Find all the lines in the material below with the word "ubuclient", and copy them.

::: DATA SUPPLIED

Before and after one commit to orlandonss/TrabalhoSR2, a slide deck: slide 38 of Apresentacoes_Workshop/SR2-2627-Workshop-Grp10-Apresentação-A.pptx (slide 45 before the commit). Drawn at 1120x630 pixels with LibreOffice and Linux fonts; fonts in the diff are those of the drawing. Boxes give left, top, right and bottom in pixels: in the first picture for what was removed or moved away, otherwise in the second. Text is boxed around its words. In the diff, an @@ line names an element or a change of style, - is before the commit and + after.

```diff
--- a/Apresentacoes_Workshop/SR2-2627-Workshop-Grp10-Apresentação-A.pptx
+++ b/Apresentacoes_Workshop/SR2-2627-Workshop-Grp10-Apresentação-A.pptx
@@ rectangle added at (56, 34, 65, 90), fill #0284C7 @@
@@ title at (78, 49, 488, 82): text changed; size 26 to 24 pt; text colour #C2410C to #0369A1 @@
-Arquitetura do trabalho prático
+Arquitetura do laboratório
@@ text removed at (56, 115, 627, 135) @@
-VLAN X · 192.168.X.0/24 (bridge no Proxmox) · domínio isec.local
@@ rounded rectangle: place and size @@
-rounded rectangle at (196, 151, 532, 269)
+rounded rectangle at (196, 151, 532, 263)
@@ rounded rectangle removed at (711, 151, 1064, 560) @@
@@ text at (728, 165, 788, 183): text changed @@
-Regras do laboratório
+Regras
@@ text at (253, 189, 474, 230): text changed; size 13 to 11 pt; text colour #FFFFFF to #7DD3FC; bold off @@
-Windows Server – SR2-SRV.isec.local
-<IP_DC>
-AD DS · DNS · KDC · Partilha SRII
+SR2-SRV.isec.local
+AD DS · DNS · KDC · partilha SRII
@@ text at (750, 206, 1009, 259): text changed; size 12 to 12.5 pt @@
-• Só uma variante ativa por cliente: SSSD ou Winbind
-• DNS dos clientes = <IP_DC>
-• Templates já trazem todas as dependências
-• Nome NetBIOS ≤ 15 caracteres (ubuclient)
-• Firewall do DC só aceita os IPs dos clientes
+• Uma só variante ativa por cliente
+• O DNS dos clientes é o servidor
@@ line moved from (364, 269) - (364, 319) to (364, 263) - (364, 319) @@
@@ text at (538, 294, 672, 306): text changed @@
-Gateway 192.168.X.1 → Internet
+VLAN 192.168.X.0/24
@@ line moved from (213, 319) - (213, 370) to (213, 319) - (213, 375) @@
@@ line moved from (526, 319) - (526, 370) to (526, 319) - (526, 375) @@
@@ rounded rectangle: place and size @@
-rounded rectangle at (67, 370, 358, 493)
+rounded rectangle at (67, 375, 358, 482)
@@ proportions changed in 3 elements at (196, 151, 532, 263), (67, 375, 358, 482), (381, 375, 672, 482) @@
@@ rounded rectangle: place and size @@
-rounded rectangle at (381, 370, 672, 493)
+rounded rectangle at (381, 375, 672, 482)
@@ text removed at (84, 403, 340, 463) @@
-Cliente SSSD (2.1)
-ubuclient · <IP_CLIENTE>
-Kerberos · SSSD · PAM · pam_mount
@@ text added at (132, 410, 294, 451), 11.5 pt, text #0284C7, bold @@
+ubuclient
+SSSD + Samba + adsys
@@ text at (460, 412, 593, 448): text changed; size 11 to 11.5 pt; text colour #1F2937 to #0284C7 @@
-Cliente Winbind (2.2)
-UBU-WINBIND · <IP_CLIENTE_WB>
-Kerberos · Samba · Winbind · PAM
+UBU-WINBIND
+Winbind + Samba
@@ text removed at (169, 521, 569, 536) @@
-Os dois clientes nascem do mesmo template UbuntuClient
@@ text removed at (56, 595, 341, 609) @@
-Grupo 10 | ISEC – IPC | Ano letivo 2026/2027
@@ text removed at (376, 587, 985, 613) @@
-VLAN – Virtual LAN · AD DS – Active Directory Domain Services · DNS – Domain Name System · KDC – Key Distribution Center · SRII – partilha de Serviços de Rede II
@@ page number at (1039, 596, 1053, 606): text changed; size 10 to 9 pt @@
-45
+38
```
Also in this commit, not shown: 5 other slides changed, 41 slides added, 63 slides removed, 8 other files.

::::::
::: DATA SUPPLIED

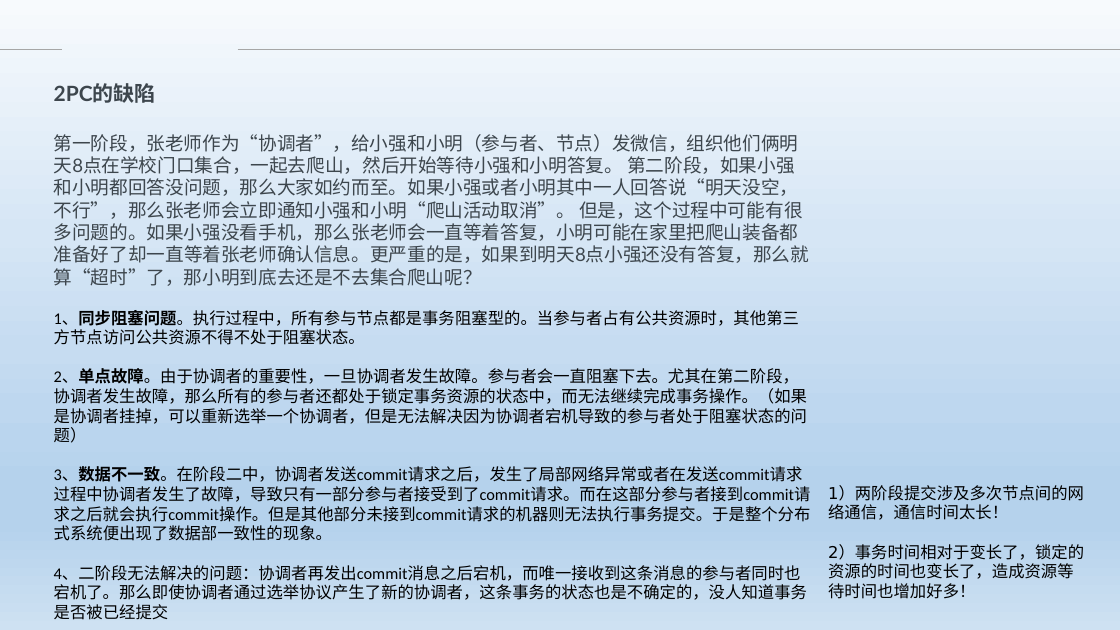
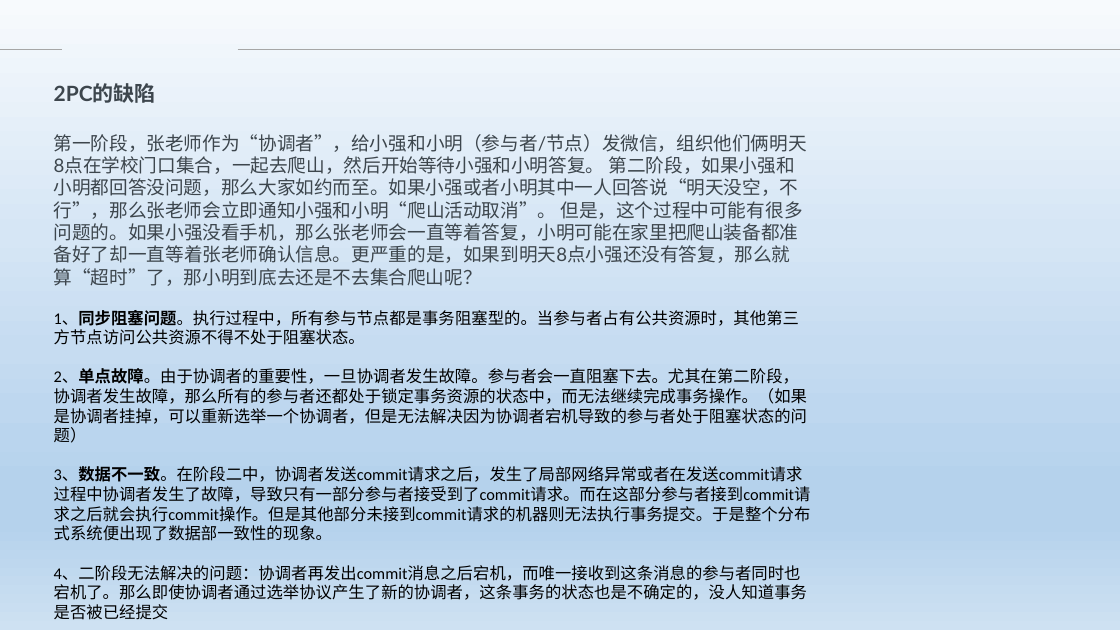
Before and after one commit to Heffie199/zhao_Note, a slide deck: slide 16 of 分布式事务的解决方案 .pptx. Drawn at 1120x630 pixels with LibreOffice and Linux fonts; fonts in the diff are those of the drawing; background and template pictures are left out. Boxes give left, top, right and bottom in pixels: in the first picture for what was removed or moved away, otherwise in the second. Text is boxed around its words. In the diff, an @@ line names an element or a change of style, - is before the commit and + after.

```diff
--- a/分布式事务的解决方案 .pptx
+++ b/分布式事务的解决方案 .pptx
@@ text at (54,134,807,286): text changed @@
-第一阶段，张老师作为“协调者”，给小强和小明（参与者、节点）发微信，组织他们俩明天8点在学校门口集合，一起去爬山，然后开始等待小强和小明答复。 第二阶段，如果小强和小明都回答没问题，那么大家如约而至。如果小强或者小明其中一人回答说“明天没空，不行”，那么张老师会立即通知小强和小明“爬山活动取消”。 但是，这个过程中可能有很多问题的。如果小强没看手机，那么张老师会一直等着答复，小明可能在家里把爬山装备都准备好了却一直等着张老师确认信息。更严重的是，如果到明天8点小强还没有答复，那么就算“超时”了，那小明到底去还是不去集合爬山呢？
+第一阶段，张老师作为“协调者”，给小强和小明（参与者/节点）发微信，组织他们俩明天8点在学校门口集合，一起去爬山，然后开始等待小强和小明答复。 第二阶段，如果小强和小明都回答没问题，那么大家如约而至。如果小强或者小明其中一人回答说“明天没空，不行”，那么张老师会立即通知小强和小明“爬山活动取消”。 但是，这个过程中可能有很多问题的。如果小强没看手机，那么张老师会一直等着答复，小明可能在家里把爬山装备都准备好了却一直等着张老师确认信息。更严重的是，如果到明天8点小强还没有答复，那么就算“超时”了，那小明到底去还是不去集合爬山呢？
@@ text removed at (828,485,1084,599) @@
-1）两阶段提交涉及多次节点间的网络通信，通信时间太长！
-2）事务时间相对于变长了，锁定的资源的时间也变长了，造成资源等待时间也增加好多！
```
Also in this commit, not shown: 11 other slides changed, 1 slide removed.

::::::
::: DATA SUPPLIED

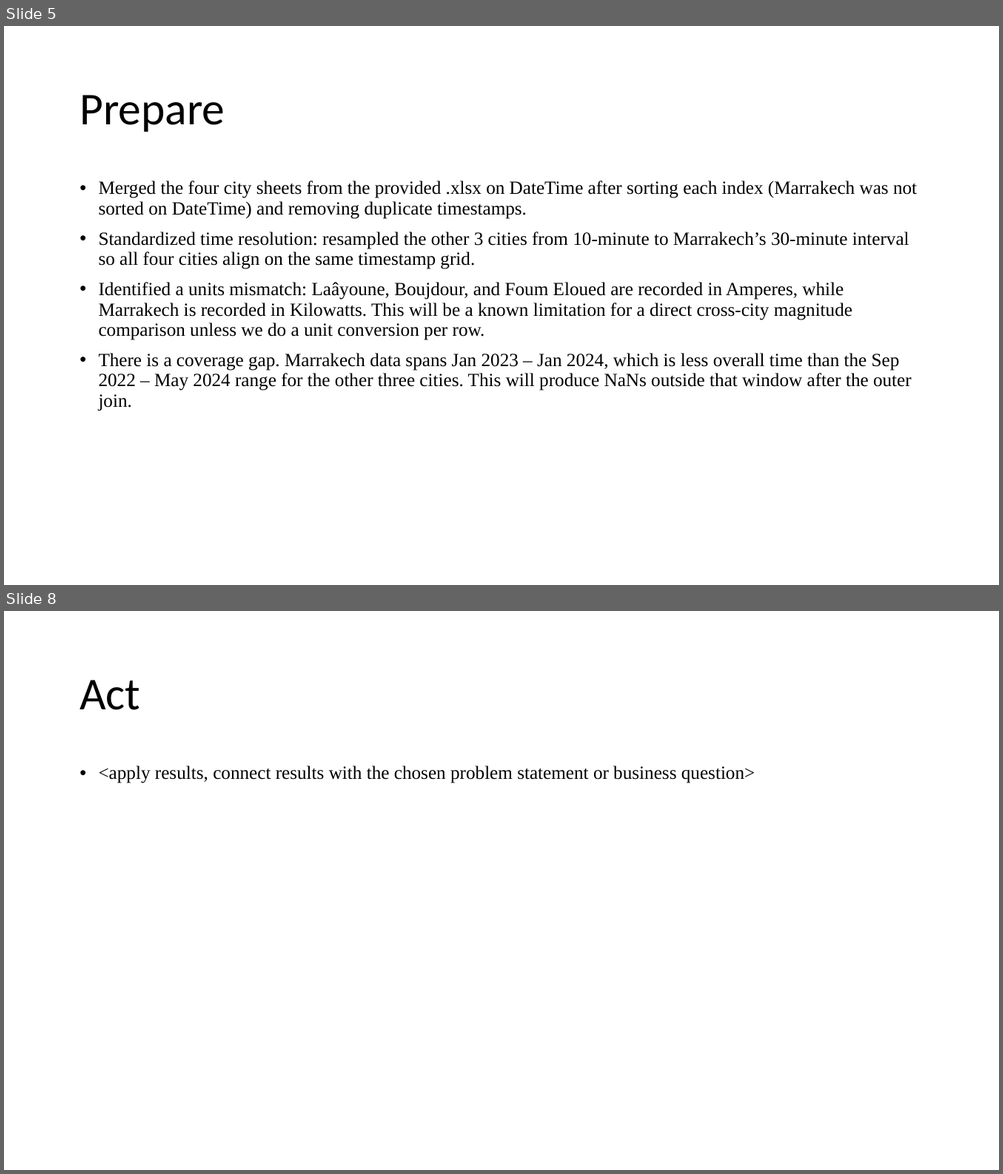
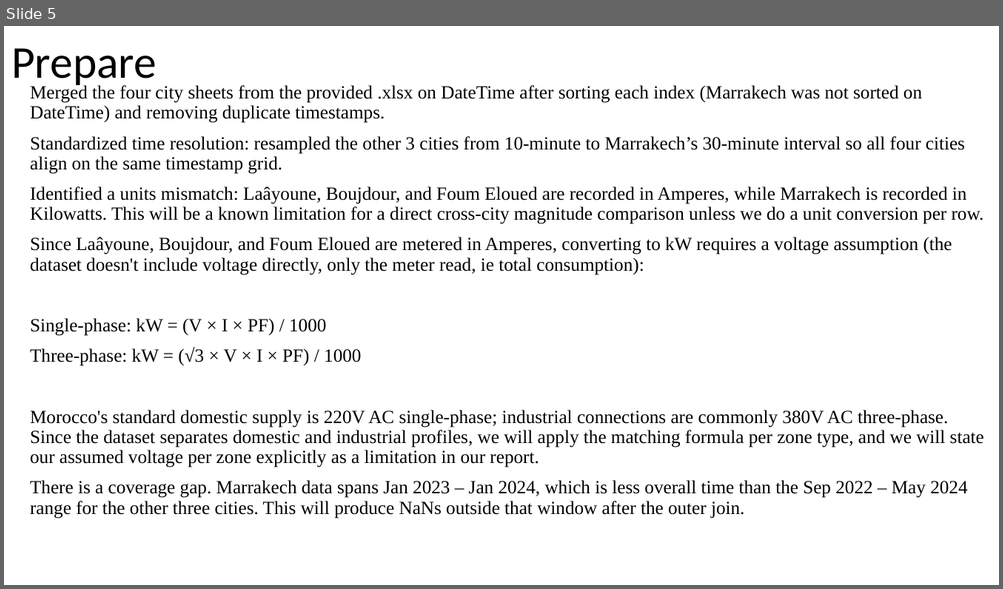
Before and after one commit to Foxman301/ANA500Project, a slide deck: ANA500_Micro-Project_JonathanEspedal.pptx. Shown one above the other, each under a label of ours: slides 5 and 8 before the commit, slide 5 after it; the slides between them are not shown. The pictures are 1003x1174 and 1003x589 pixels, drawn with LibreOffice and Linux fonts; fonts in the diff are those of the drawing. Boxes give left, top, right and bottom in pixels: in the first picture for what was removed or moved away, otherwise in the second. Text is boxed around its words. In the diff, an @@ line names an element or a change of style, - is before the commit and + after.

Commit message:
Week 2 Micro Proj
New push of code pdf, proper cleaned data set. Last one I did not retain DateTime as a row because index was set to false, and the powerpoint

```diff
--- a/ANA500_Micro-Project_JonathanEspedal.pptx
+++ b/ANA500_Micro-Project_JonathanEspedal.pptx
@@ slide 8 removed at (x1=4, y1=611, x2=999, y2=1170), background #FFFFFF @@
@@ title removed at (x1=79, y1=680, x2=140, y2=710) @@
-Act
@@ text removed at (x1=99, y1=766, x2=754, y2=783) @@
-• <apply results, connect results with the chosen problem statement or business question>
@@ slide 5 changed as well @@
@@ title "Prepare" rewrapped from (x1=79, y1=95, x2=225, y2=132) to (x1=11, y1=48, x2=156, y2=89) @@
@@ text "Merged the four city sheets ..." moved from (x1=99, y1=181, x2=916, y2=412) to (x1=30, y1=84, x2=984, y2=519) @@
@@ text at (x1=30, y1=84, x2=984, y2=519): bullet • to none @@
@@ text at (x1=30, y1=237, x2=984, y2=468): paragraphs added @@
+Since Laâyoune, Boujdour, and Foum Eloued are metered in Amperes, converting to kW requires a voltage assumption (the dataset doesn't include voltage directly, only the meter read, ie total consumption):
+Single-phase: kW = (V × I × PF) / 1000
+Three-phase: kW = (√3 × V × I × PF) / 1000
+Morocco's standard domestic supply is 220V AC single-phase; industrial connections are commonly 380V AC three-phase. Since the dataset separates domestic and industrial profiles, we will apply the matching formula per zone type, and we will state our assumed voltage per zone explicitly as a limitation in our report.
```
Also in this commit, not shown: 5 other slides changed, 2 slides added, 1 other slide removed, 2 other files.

::::::

## [RESPONSE TO THIS TASK]
-• Nome NetBIOS ≤ 15 caracteres (ubuclient)
-ubuclient · <IP_CLIENTE>
+ubuclient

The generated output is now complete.